During the time he walked this planet, Thin Lizzy singer and bassist Phil Lynott was a hero, a demi-god, 6’ 1” of pure, swaggering Irish cool. He made anthems for the working man – indelible songs like “The Boys are Back in Town,” “Fighting My Way Back,” “We Will Be Strong,” “Jailbreak” and a rocking take on the traditional “Whiskey in the Jar” – and struck a chord with fans as seemingly disparate as Bono and James Hetfield. Yes, he had difficulties, both personal and musical, in his later years – namely, his substance abuse issues and lower-quality output in his solo work and with side projects. He lived only two years past Thin Lizzy’s split in 1984, succumbing to the physical ravages of his heroin addiction at 36 years old, but his reputation has only grown in the ensuing decades.

The major reason behind that is the power of the music he made with Thin Lizzy – records like JAILBREAK, CHINATOWN, BAD REPUTATION and BLACK ROSE are really good, albums most bands of the era would have been proud to call their own. Lizzy were a band that really came together onstage, though, and the sole live record they released while still together – 1978’s LIVE AND DANGEROUS – is proof positive of that fact.

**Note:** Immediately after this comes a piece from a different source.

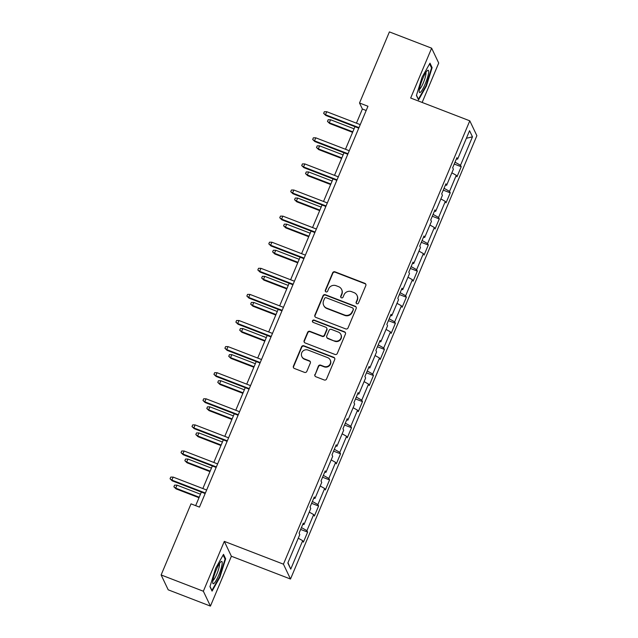 <?xml version="1.0" encoding="UTF-8"?>
<svg xmlns="http://www.w3.org/2000/svg" width="638" height="638" viewBox="0 0 638 638"><rect width="100%" height="100%" fill="white"/><g stroke="black" fill="none" stroke-linecap="round" stroke-linejoin="round"><path stroke-width="0.96" d="M356.833 303.76A1.26 1.228 -25.5 0 0 358.476 303.058L365.813 285.617A1.802 1.755 -25.5 0 0 364.84 283.328L334.998 271.828A1.802 1.755 -25.5 0 0 332.653 272.833L325.316 290.282A1.26 1.228 -25.5 0 0 325.994 291.877A1.26 1.228 -25.5 0 0 327.637 291.175L328.586 288.918A5.782 5.606 -25.5 0 1 336.098 285.704L338.587 286.661A5.782 5.606 -25.5 0 1 341.689 293.966L340.74 296.223A1.26 1.228 -25.5 0 0 341.418 297.818A1.26 1.228 -25.5 0 0 343.061 297.117L344.01 294.86A5.782 5.606 -25.5 0 1 351.522 291.646L354.01 292.611A5.782 5.606 -25.5 0 1 357.105 299.908L356.156 302.165A1.26 1.228 -25.5 0 0 356.833 303.76M314.877 374.466A1.802 1.755 -25.5 0 0 315.85 376.747L324.216 379.977A1.802 1.755 -25.5 0 0 326.568 378.972L334.711 359.593A1.802 1.755 -25.5 0 0 333.746 357.312L303.903 345.812A1.802 1.755 -25.5 0 0 301.551 346.809L293.408 366.188A1.802 1.755 -25.5 0 0 294.373 368.469L304.493 372.369A1.802 1.755 -25.5 0 0 306.838 371.364L310.323 363.07A1.802 1.755 -25.5 0 0 309.358 360.789L304.342 358.859A4.833 4.689 -25.5 0 1 302.723 351.275A4.833 4.689 -25.5 0 1 308.034 350.071L327.685 357.647A4.833 4.689 -25.5 0 1 329.296 365.223A4.833 4.689 -25.5 0 1 323.984 366.427L320.715 365.167A1.802 1.755 -25.5 0 0 318.362 366.172L315.068 374.865A1.802 1.755 -25.5 0 0 315.012 376.077M224.313 541.375L203.355 591.235L161.127 574.958L168.209 589.823L210.436 606.1L231.387 556.248L290.505 579.033L283.431 564.167L224.313 541.375L231.387 556.248M422.149 102.455L438.713 63.042L431.631 48.177L410.673 98.029L469.791 120.821L283.431 564.167M431.631 48.177L389.403 31.9L359.521 103.005L362.384 109.026L356.443 123.166M161.127 574.958L191.017 503.853L199.463 507.106L367.966 106.259L359.521 103.005M345.684 328.905A1.802 1.755 -25.5 0 0 348.037 327.9L356.179 308.521A1.802 1.755 -25.5 0 0 355.214 306.24L325.372 294.74A1.802 1.755 -25.5 0 0 323.019 295.737L314.877 315.116A1.802 1.755 -25.5 0 0 315.842 317.397L345.684 328.905M345.445 334.057L337.303 353.436A1.802 1.755 -25.5 0 1 334.95 354.441L305.108 342.933A1.802 1.755 -25.5 0 1 304.143 340.652L307.628 332.358A1.802 1.755 -25.5 0 1 309.98 331.353L322.078 336.019A1.802 1.755 -25.5 0 0 324.431 335.022L326.744 329.519A1.802 1.755 -25.5 0 0 325.771 327.238L313.17 322.381A1.26 1.228 -25.5 0 1 312.748 320.396A1.26 1.228 -25.5 0 1 314.135 320.085L344.48 331.776A1.802 1.755 -25.5 0 1 345.445 334.057M290.505 579.033L476.873 135.687L469.791 120.821M307.62 532.116L306.918 530.649L313.673 514.587L314.367 516.054L318.585 506.022L317.891 504.554L324.638 488.493L325.34 489.96L329.559 479.92L328.857 478.452L335.612 462.39L336.314 463.858L340.532 453.825L339.831 452.358L346.586 436.296L347.279 437.764L351.498 427.723L350.804 426.256L357.551 410.194L358.253 411.662L362.472 401.621L361.77 400.154L368.525 384.1L369.227 385.559L373.445 375.527L372.744 374.059L379.498 357.998L380.192 359.465L384.411 349.425L383.717 347.957L390.464 331.896L391.166 333.363L395.385 323.33L394.683 321.863L401.438 305.801L402.139 307.269L406.358 297.228L405.656 295.761L412.411 279.699L413.105 281.167L417.324 271.126L416.63 269.667L423.377 253.605L424.079 255.072L428.297 245.032L427.596 243.564L434.35 227.503L435.052 228.97L439.271 218.93L438.569 217.462L445.324 201.409L446.018 202.868L450.237 192.835L449.543 191.368L456.29 175.306L456.991 176.774L461.21 166.733L460.508 165.266L472.471 136.827L469.56 130.718L457.605 159.157L456.904 157.69L452.685 167.73L453.387 169.198L446.632 185.259L445.938 183.792L441.719 193.832L442.413 195.3L435.658 211.361L434.964 209.894L430.746 219.927L431.44 221.394L424.693 237.456L423.991 235.988L419.772 246.029L420.474 247.496L413.719 263.558L413.025 262.09L408.806 272.123L409.5 273.59L402.753 289.652L402.052 288.185L397.833 298.225L398.527 299.693L391.78 315.754L391.078 314.287L386.859 324.327L387.561 325.795L380.806 341.848L380.112 340.389L375.894 350.421L376.587 351.889L369.841 367.951L369.139 366.483L364.92 376.524L365.614 377.991L358.867 394.053L358.165 392.585L353.946 402.618L354.648 404.085L347.893 420.147L347.2 418.68L342.981 428.72L343.675 430.187L336.928 446.249L336.226 444.782L332.007 454.822L332.701 456.282L325.954 472.343L325.252 470.876L321.034 480.916L321.735 482.384L314.981 498.445L314.287 496.978L310.068 507.019L310.762 508.486L304.015 524.54L303.313 523.08L299.094 533.113L299.788 534.58L287.834 563.019L290.745 569.128L302.699 540.689L303.401 542.156L307.62 532.116L300.642 529.428M301.423 527.57L306.918 530.649M309.239 512.107L313.673 514.587M304.015 524.54L302.779 524.34M312.397 501.476L317.891 504.554M320.212 486.012L324.638 488.493M314.981 498.445L313.752 498.238M323.362 475.374L328.857 478.452M331.178 459.91L335.612 462.39M325.954 472.343L324.726 472.144M334.336 449.28L339.831 452.358M342.151 433.816L346.586 436.296M336.928 446.249L335.692 446.042M345.31 423.177L350.804 426.256M353.125 407.714L357.551 410.194M347.893 420.147L346.665 419.948M356.275 397.083L361.77 400.154M364.091 381.612L368.525 384.1M358.867 394.053L357.639 393.845M367.249 370.981L372.744 374.059M375.064 355.518L379.498 357.998M369.841 367.951L368.604 367.743M378.222 344.879L383.717 347.957M386.038 329.415L390.464 331.896M380.806 341.848L379.578 341.649M389.188 318.785L394.683 321.863M397.003 303.321L401.438 305.801M391.78 315.754L390.552 315.547M400.162 292.683L405.656 295.761M407.977 277.219L412.411 279.699M402.753 289.652L401.517 289.453M411.135 266.588L416.63 269.667M418.951 251.117L423.377 253.605M413.719 263.558L412.491 263.35M422.101 240.486L427.596 243.564M429.916 225.023L434.35 227.503M424.693 237.456L423.465 237.248M433.074 214.384L438.569 217.462M440.89 198.92L445.324 201.409M435.658 211.361L434.43 211.154M444.048 188.29L449.543 191.368M451.863 172.826L456.29 175.306M446.632 185.259L445.404 185.052M455.014 162.188L460.508 165.266M466.378 138.286L472.471 136.827M457.605 159.157L456.377 158.958M203.355 591.235L210.436 606.1M354.967 126.691L345.469 149.268M343.994 152.785L334.503 175.37M333.02 178.887L323.53 201.464M322.054 204.981L312.556 227.567M311.081 231.084L301.591 253.661M300.107 257.186L290.617 279.763M289.142 283.28L279.643 305.857M278.168 309.382L268.678 331.959M267.194 335.476L257.704 358.062M256.229 361.579L246.731 384.156M245.255 387.673L235.765 410.258M234.282 413.775L224.791 436.352M223.316 439.877L213.818 462.454M212.342 465.971L202.852 488.548M201.369 492.073L195.667 505.647M287.969 562.708L290.745 569.128M298.265 538.209L302.699 540.689M366.18 110.494L362.384 109.026M454.232 164.046L461.21 166.733M443.266 190.148L450.237 192.835M432.293 216.242L439.271 218.93M421.319 242.344L428.297 245.032M410.354 268.439L417.324 271.126M399.38 294.541L406.358 297.228M388.406 320.643L395.385 323.33M377.441 346.737L384.411 349.425M366.467 372.839L373.445 375.527M355.494 398.933L362.472 401.621M344.528 425.036L351.498 427.723M333.554 451.13L340.532 453.825M322.581 477.232L329.559 479.92M311.615 503.334L318.585 506.022M422.141 77.062L416.423 95.445L418.552 99.927L426.407 86.018L432.125 67.636L429.996 63.162L422.141 77.062M212.071 591.115L219.927 577.215L225.645 558.832L223.515 554.35L215.66 568.259L209.942 586.641L212.071 591.115M431.232 67.293L432.125 67.636M425.945 85.843L426.407 86.018M224.759 558.489L225.645 558.832M219.472 577.039L219.927 577.215M356.291 303.345A1.26 1.228 -25.5 0 1 356.347 302.571L357.296 300.307A5.782 5.606 -25.5 0 0 357.208 295.785L357.017 295.378M341.601 289.437L341.793 289.835A5.782 5.606 -25.5 0 1 341.88 294.365L340.931 296.622A1.26 1.228 -25.5 0 0 340.867 297.404M365.869 284.404A1.802 1.755 -25.5 0 0 365.032 283.735L335.189 272.227A1.802 1.755 -25.5 0 0 332.845 273.231L325.508 290.681A1.26 1.228 -25.5 0 0 325.452 291.462M356.235 307.317A1.802 1.755 -25.5 0 0 355.406 306.639L325.563 295.139A1.802 1.755 -25.5 0 0 323.211 296.144L315.068 315.523A1.802 1.755 -25.5 0 0 315.012 316.727M353.101 309.43A1.26 1.228 -25.5 0 0 352.423 307.835L326.225 297.739A1.26 1.228 -25.5 0 0 324.582 298.44L323.586 300.825A5.782 5.606 -25.5 0 0 326.68 308.122L344.584 315.02A5.782 5.606 -25.5 0 0 352.096 311.815L353.293 309.837A1.26 1.228 -25.5 0 0 353.277 308.84L353.085 308.441M323.673 305.355L323.865 305.754A5.782 5.606 -25.5 0 0 326.871 308.521L326.68 308.122M353.293 309.837L352.288 312.213A5.782 5.606 -25.5 0 1 344.775 315.427L326.871 308.521M326.712 328.099L326.903 328.506A1.802 1.755 -25.5 0 1 326.935 329.918L324.622 335.421A1.802 1.755 -25.5 0 1 322.27 336.425L310.172 331.76A1.802 1.755 -25.5 0 0 307.819 332.765L304.334 341.059A1.802 1.755 -25.5 0 0 304.278 342.263M345.501 332.845A1.802 1.755 -25.5 0 0 344.672 332.175L314.327 320.483A1.26 1.228 -25.5 0 0 312.628 321.967M334.639 340.859A4.833 4.689 -25.5 0 0 340.844 334.392A4.833 4.689 -25.5 0 0 338.331 332.079L331.409 329.407A1.802 1.755 -25.5 0 0 329.064 330.412L326.752 335.915A1.802 1.755 -25.5 0 0 327.717 338.196L334.83 341.266A4.833 4.689 -25.5 0 0 341.035 334.798L340.844 334.392M326.776 337.327L326.967 337.733A1.802 1.755 -25.5 0 0 327.908 338.595L327.717 338.196M334.83 341.266L327.908 338.595M330.197 359.96L330.388 360.366A4.833 4.689 -25.5 0 1 324.176 366.834L320.906 365.574A1.802 1.755 -25.5 0 0 318.553 366.571L315.068 374.865M301.83 356.538L302.021 356.945A4.833 4.689 -25.5 0 0 304.533 359.258L304.342 358.859M310.379 361.866A1.802 1.755 -25.5 0 0 309.55 361.196L304.533 359.258M334.767 358.381A1.802 1.755 -25.5 0 0 333.937 357.711L304.095 346.211A1.802 1.755 -25.5 0 0 301.742 347.216L293.6 366.587A1.802 1.755 -25.5 0 0 293.544 367.799M329.655 123.493L327.477 121.419L328.179 119.745L330.58 119.761L329.312 122.775L329.655 123.493L352.591 132.337M327.477 121.419L329.312 122.775L352.806 131.827M330.58 119.761L354.066 128.812M358.971 127.64L325.484 114.736L325.835 115.462L323.649 113.381L325.484 114.736L326.752 111.722L360.239 124.633M325.835 115.462L358.763 128.15M323.649 113.381L324.351 111.706L326.752 111.722M419.357 89.519A11.955 2.129 111.1 0 0 419.23 91.768A11.955 2.129 111.1 0 0 423.592 87.478A11.955 2.129 111.1 0 0 428.513 73.298A11.955 2.129 111.1 0 0 427.396 70.579A11.955 2.129 111.1 0 0 422.779 78.594A11.955 2.129 111.1 0 0 419.357 89.519M419.397 89.256A9.052 1.611 111.1 0 0 422.97 83.642A9.052 1.611 111.1 0 0 425.865 74.678A9.052 1.611 111.1 0 0 425.841 72.549M429.597 63.856L431.543 67.939L426.001 85.747L418.392 99.225L416.486 95.229M218.698 575.213A11.955 2.129 111.1 0 0 220.915 561.767A11.955 2.129 111.1 0 0 216.21 569.989A11.955 2.129 111.1 0 0 212.749 582.957A11.955 2.129 111.1 0 0 218.698 575.213M212.917 580.452A9.052 1.611 111.1 0 0 216.856 573.985A9.052 1.611 111.1 0 0 219.36 563.745M223.125 555.052L225.062 559.127L219.52 576.943L211.912 590.413L210.014 586.418M318.689 149.595L316.504 147.514L317.206 145.847L319.606 145.863L318.338 148.869L318.689 149.595L341.617 158.431M316.504 147.514L318.338 148.869L341.832 157.929M319.606 145.863L343.1 154.914M307.715 175.697L305.53 173.616L306.24 171.941L308.64 171.957L307.372 174.971L307.715 175.697L330.651 184.534M305.53 173.616L307.372 174.971L330.859 184.023M308.64 171.957L332.127 181.017M348.005 153.742L314.518 140.838L314.861 141.556L312.676 139.483L314.518 140.838L315.778 137.824L349.265 150.727M314.861 141.556L347.79 154.252M312.676 139.483L313.378 137.808L315.778 137.824M337.031 179.844L303.544 166.933L303.887 167.658L301.71 165.577L303.544 166.933L304.812 163.926L338.299 176.83M303.887 167.658L336.816 180.347M301.71 165.577L302.412 163.902L304.812 163.926M296.742 201.791L294.565 199.718L295.266 198.043L297.667 198.059L296.399 201.066L296.742 201.791L319.678 210.628M294.565 199.718L296.399 201.066L319.893 210.125M297.667 198.059L321.153 207.111M285.776 227.894L283.591 225.812L284.293 224.137L286.693 224.153L285.425 227.168L285.776 227.894L308.704 236.73M283.591 225.812L285.425 227.168L308.92 236.219M286.693 224.153L310.188 233.213M274.803 253.988L272.617 251.914L273.327 250.24L275.728 250.256L274.46 253.27L274.803 253.988L297.739 262.832M272.617 251.914L274.46 253.27L297.946 262.322M275.728 250.256L299.214 259.307M326.058 205.938L292.571 193.035L292.922 193.753L290.737 191.679L292.571 193.035L293.839 190.02L327.326 202.932M292.922 193.753L325.851 206.449M290.737 191.679L291.438 190.004L293.839 190.02M315.092 232.041L281.605 219.129L281.948 219.855L279.763 217.773L281.605 219.129L282.865 216.123L316.352 229.026M281.948 219.855L314.877 232.543M279.763 217.773L280.465 216.107L282.865 216.123M304.119 258.135L270.632 245.231L270.975 245.957L268.797 243.876L270.632 245.231L271.9 242.217L305.387 255.128M270.975 245.957L303.903 258.645M268.797 243.876L269.499 242.201L271.9 242.217M293.145 284.237L259.658 271.325L260.009 272.051L257.824 269.978L259.658 271.325L260.926 268.319L294.413 281.222M260.009 272.051L292.938 284.747M257.824 269.978L258.526 268.303L260.926 268.319M282.179 310.331L248.692 297.428L249.035 298.153L246.85 296.072L248.692 297.428L249.952 294.413L283.439 307.325M249.035 298.153L281.964 310.842M246.85 296.072L247.552 294.397L249.952 294.413M271.206 336.433L237.719 323.53L238.062 324.248L235.885 322.174L237.719 323.53L238.987 320.515L272.474 333.419M238.062 324.248L270.99 336.944M235.885 322.174L236.586 320.499L238.987 320.515M260.232 362.536L226.745 349.624L227.096 350.35L224.911 348.268L226.745 349.624L228.013 346.617L261.5 359.521M227.096 350.35L260.025 363.038M224.911 348.268L225.613 346.601L228.013 346.617M249.267 388.63L215.78 375.726L216.123 376.444L213.937 374.37L215.78 375.726L217.04 372.712L250.527 385.623M216.123 376.444L249.051 389.14M213.937 374.37L214.639 372.696L217.04 372.712M238.293 414.732L204.806 401.82L205.149 402.546L202.972 400.465L204.806 401.82L206.074 398.814L239.561 411.717M205.149 402.546L238.078 415.234M202.972 400.465L203.674 398.798L206.074 398.814M227.319 440.826L193.832 427.923L194.183 428.648L191.998 426.567L193.832 427.923L195.1 424.908L228.587 437.82M194.183 428.648L227.112 441.337M191.998 426.567L192.7 424.892L195.1 424.908M216.354 466.928L182.867 454.017L183.21 454.742L181.025 452.669L182.867 454.017L184.127 451.01L217.614 463.914M183.21 454.742L216.138 467.439M181.025 452.669L181.726 450.994L184.127 451.01M205.38 493.03L171.893 480.119L172.236 480.845L170.059 478.763L171.893 480.119L173.161 477.104L206.648 490.016M172.236 480.845L205.165 493.533M170.059 478.763L170.761 477.088L173.161 477.104M263.829 280.09L261.652 278.009L262.354 276.334L264.754 276.358L263.486 279.364L263.829 280.09L286.765 288.926M261.652 278.009L263.486 279.364L286.98 288.424M264.754 276.358L288.24 285.409M252.863 306.184L250.678 304.111L251.38 302.436L253.78 302.452L252.512 305.466L252.863 306.184L275.791 315.028M250.678 304.111L252.512 305.466L276.007 314.518M253.78 302.452L277.275 311.504M241.89 332.286L239.705 330.205L240.414 328.538L242.815 328.554L241.547 331.561L241.89 332.286L264.826 341.123M239.705 330.205L241.547 331.561L265.033 340.62M242.815 328.554L266.301 337.606M230.916 358.389L228.739 356.307L229.441 354.632L231.841 354.648L230.573 357.663L230.916 358.389L253.852 367.225M228.739 356.307L230.573 357.663L254.068 366.714M231.841 354.648L255.328 363.708M219.951 384.483L217.765 382.409L218.467 380.734L220.868 380.75L219.6 383.757L219.951 384.483L242.879 393.327M217.765 382.409L219.6 383.757L243.094 392.817M220.868 380.75L244.362 389.802M208.977 410.585L206.792 408.503L207.502 406.829L209.902 406.845L208.634 409.859L208.977 410.585L231.913 419.421M206.792 408.503L208.634 409.859L232.12 418.911M209.902 406.845L233.388 415.904M198.003 436.679L195.826 434.606L196.528 432.931L198.928 432.947L197.66 435.961L198.003 436.679L220.939 445.523M195.826 434.606L197.66 435.961L221.155 445.013M198.928 432.947L222.415 441.998M187.038 462.781L184.853 460.7L185.554 459.033L187.955 459.049L186.687 462.056L187.038 462.781L209.966 471.618M184.853 460.7L186.687 462.056L210.181 471.115M187.955 459.049L211.449 468.101M176.064 488.875L173.879 486.802L174.589 485.127L176.989 485.143L175.721 488.158L176.064 488.875L199 497.72M173.879 486.802L175.721 488.158L199.208 497.209M176.989 485.143L200.476 494.203M357.296 300.307L357.105 299.908M340.931 296.622L340.74 296.223M341.88 294.365L341.689 293.966M325.508 290.681L325.316 290.282M332.845 273.231L332.653 272.833M335.189 272.227L334.998 271.828M365.032 283.735L364.84 283.328M356.347 302.571L356.156 302.165M315.068 315.523L314.877 315.116M323.211 296.144L323.019 295.737M325.563 295.139L325.372 294.74M355.406 306.639L355.214 306.24M344.775 315.427L344.584 315.02M352.288 312.213L352.096 311.815M304.334 341.059L304.143 340.652M307.819 332.765L307.628 332.358M310.172 331.76L309.98 331.353M322.27 336.425L322.078 336.019M324.622 335.421L324.431 335.022M326.935 329.918L326.744 329.519M314.327 320.483L314.135 320.085M344.672 332.175L344.48 331.776M318.553 366.571L318.362 366.172M320.906 365.574L320.715 365.167M324.176 366.834L323.984 366.427M309.55 361.196L309.358 360.789M293.6 366.587L293.408 366.188M301.742 347.216L301.551 346.809M304.095 346.211L303.903 345.812M333.937 357.711L333.746 357.312"/></g></svg>

From the sustained guitar chord and snare drum crack that kick off “Jailbreak,” the band is off and running. From the start, the familiar two-guitar attack is mixed right up front – Brian Robertson and Scott Gorham establish the melodies play off one another expertly, though you have to get to “Emerald” before you hear their signature twin leads. Lynott is in fine voice, of course, and his bass and Brian Downey’s drums are tighter than tight.

There are highlights aplenty across the double-album. “Cowboy’s Song” is one of those great Thin Lizzy anthems – the soft-to-loud dynamic slides naturally into a rollicking rocker, complete with the guitar harmonies Robertson and Gorham played so well. “The Boys are Back in Town” offers more of those elements, plus the singalong chorus everyone who’s ever listened to classic rock radio knows. “Massacre” and “Are You Ready” barely stay on the rails – a cool contrast to “Southbound” and “Dancing in the Moonlight,” where the structure of the songs are paramount to their performance.

There are little non-Lizzy bits that satisfy as well. “Dancing in the Moonlight” features a great saxophone solo from John Earle, and who’s that playing the harmonica on “Baby Drives Me Crazy,” but Huey Lewis (or “Bluesy Huey Lewis,” as he’s listed in the liner notes).

LIVE AND DANGEROUS is one of the great hard rock concert recordings of the ‘70s. May it be blasted out of speakers now and forevermore.